* _WORK ORDER_:
A complete answer includes every line below with the word "pptx".

BEGIN

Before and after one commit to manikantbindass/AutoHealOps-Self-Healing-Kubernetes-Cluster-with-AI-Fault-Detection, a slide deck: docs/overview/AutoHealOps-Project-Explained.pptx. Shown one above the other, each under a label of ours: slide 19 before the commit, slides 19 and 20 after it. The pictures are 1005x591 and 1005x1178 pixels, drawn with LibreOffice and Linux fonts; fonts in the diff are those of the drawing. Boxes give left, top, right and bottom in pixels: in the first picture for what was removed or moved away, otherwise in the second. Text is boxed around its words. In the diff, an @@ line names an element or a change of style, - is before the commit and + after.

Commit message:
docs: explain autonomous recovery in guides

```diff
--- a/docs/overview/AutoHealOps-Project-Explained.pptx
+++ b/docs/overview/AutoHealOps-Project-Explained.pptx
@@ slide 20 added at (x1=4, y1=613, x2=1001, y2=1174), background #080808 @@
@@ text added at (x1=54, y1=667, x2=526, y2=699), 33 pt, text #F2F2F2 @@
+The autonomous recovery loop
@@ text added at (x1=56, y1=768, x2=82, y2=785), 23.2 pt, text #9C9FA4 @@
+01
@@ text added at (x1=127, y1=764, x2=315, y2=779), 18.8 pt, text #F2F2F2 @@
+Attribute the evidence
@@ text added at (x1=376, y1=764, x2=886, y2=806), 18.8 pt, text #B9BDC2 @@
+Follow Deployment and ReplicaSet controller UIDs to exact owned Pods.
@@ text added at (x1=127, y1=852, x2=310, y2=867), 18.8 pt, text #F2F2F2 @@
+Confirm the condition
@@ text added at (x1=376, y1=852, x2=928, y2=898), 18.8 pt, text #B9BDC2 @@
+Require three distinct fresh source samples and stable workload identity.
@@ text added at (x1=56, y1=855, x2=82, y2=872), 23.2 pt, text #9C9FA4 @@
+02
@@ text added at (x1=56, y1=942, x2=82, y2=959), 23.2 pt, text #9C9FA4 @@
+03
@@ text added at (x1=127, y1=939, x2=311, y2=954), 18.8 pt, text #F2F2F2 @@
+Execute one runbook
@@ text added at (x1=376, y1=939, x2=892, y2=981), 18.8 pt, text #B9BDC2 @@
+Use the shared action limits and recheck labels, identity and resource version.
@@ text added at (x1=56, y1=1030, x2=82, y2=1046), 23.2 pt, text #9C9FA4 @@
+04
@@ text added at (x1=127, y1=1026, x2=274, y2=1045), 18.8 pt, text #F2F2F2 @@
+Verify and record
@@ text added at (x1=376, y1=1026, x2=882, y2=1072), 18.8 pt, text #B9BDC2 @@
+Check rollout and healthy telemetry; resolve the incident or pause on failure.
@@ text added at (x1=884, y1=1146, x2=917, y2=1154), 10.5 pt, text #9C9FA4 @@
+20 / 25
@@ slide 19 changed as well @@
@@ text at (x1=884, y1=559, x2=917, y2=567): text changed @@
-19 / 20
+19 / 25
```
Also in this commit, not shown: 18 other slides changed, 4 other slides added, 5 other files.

END

* _ANSWER SECTION_:
Before and after one commit to manikantbindass/AutoHealOps-Self-Healing-Kubernetes-Cluster-with-AI-Fault-Detection, a slide deck: docs/overview/AutoHealOps-Project-Explained.pptx. Shown one above the other, each under a label of ours: slide 19 before the commit, slides 19 and 20 after it. The pictures are 1005x591 and 1005x1178 pixels, drawn with LibreOffice and Linux fonts; fonts in the diff are those of the drawing. Boxes give left, top, right and bottom in pixels: in the first picture for what was removed or moved away, otherwise in the second. Text is boxed around its words. In the diff, an @@ line names an element or a change of style, - is before the commit and + after.
--- a/docs/overview/AutoHealOps-Project-Explained.pptx
+++ b/docs/overview/AutoHealOps-Project-Explained.pptx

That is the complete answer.